We’d like to think that Australians could criticize Trujillo’s poor management and rancid politics without resorting to his ethnicity or hanging off stereotypes – did it never occur to the cartoonists that depicting a person with a Latino name and background wearing a huge sombrero, riding a mule, might be as offensive as drawing a Jew with a huge nose and a pile of coins? But let’s face it – Sol Trujillo never suffered in his enjoyment of his fundamental human rights or freedoms while in Australia.
The ‘adios’ quip by the Prime Minister, confirms that stereotyping continues, and even when it is as harmless as Rudd’s ‘adios’, it shows a lack of leadership, and perhaps even interest, in the issue of racism – especially coming from our leaders.

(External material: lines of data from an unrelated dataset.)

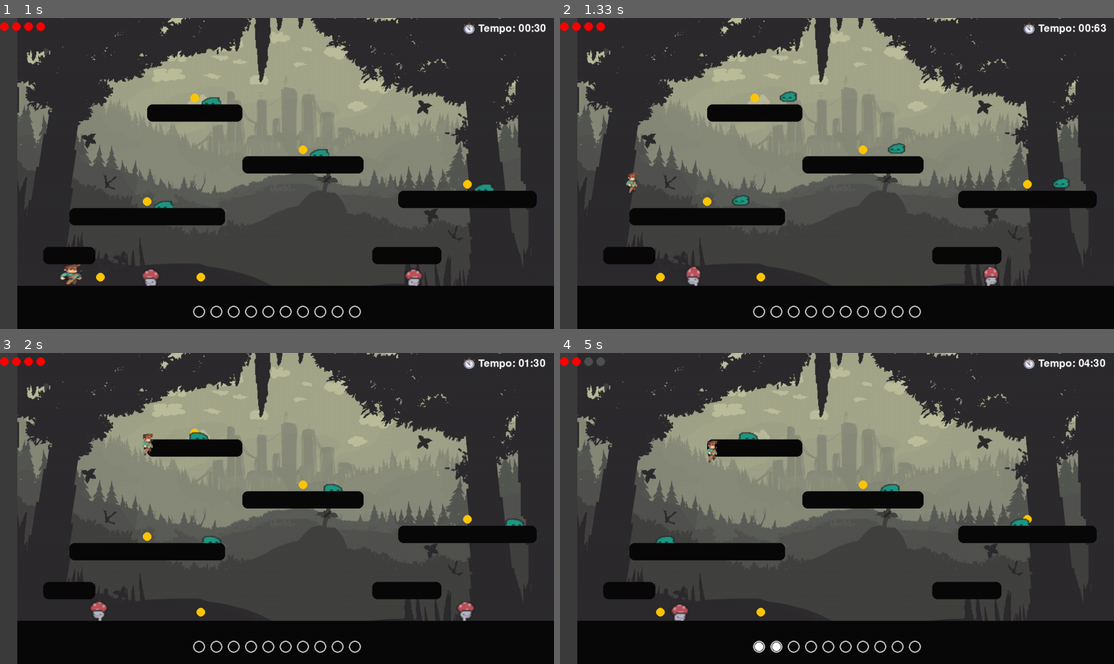
Above: before the commit, frames 1-4 (two rows, left to right).
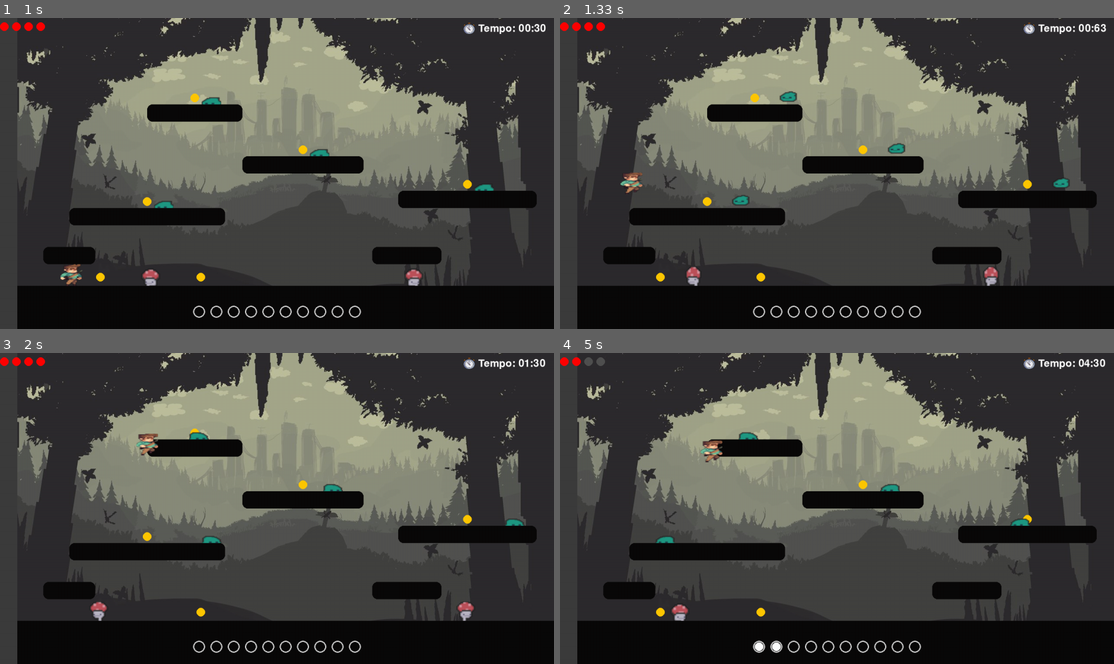
Above: after the commit, the same moments.

Repository: dianaract1311/Pygame-25.2
Game: pygame game, started from fase1.py
The game is run twice, just before and just after one commit, with the same random seed, the same clock (stepped at 60 frames per second) and the same inputs.
Inputs:
- Up to frame 1 (1 s): tap Space at 0.33, 0.67 s
- Up to frame 2 (1.33 s): tap Space at 1 s
- Up to frame 3 (2 s): hold Right 1.33-1.8 s; tap Space at 1.4, 1.7, 1.95 s; hold Right from 1.88 s (still down)
- Up to frame 4 (5 s): tap E at 2.03, 3.53 s; tap Space at 2.25, 2.45, 2.75, 3.02, 3.32, 3.45, 3.75, 4.12, 4.42, 4.62, 4.92 s; release Right at 2.35 s; hold Left 2.38-2.92 s; hold Left 2.95-3.35 s; hold Right 3.38-4.02 s; hold Left 4.05-4.52 s; hold Right from 4.55 s (still down)

Frame 1 is identical in both runs. In frame 2, 0.1% of the frame differs, in the area x 10-15%, y 49-57%; in frame 3, 0.1%; in frame 4, 0.2%, in the area x 25-30%, y 28-36%.

Commit message:
Arrumando sprite do jump do personagem

Diff:
--- a/fase1.py
+++ b/fase1.py
@@ -172,11 +172,8 @@
         self.jump_frame = None
         try:
             jimg = pygame.image.load(jump_path).convert_alpha()
-            # Mantemos proporção: escala para caber na altura do rect mantendo proporção
-            jw, jh = jimg.get_size()
-            scale_h = self.rect.height
-            scale_w = int(jw * (scale_h / jh))
-            self.jump_frame = pygame.transform.smoothscale(jimg, (scale_w, scale_h))
+            # **Alteração**: redimensionar o frame de pulo para exatamente o mesmo tamanho do rect
+            self.jump_frame = pygame.transform.smoothscale(jimg, (self.rect.width, self.rect.height))
         except Exception as e:
             # se falhar, apenas mantemos jump_frame = None (fallback será o comportamento anterior)
             print(f"Aviso: não foi possível carregar jump.png: {e}")
@@ -272,12 +269,9 @@
 
         # Se estiver no ar, desenha o sprite de pulo (se disponível)
         if not self.on_ground and self.jump_frame is not None:
-            # desenhamos o sprite de pulo centralizado horizontalmente no rect para evitar "esticamento"
+            # desenha o sprite de pulo no mesmo tamanho e posição do rect
             frame = self.jump_frame
-            fw, fh = frame.get_size()
-            x = self.rect.centerx - fw // 2 - int(cam.x)
-            y = self.rect.y - int(cam.y)
-            surface.blit(frame, (x, y))
+            surface.blit(frame, (self.rect.x - int(cam.x), self.rect.y - int(cam.y)))
             return
 
         # Escolhe sprite conforme estado do jogador

Such issues of racial stereotyping – and the superficial debate it has sparked – distract us from addressing institutionalised racism and the privilege it entrenches in our society.
So are we a racist country? The answer is that race and race politics have always played a strong role in Australia: from the white Australia Policy, to Pauline Hanson, our treatment of asylum seekers to the continuing NT Intervention. Racism takes on a more sinister aspect when we consider the poor media coverage of recent events: the police response to the many attacks on International students from India and Deputy Commissioner Kieran Walshe further stereotyping of the students as vulnerable to attack because they were by nature quiet and passive people, the targetted violence simply reduced to "opportunistic activity"; and the fear and hatred of ‘the other’ that has fuelled arguments used by Camden residents to oppose an Islamic school in their town.
We need to reflect on how much does saying "adios" to a powerful CEO who has departed the country with millions really mean, when we continue to perpetuate the systemic disadvantage that affects International students, entire migrant communities that have lived here for years or many generations, and the communities who have been here for 100,000 years? Perhaps some better question to ask ourselves: How do we, as a society, continue combat the racism that exists? And what direction are we really heading in?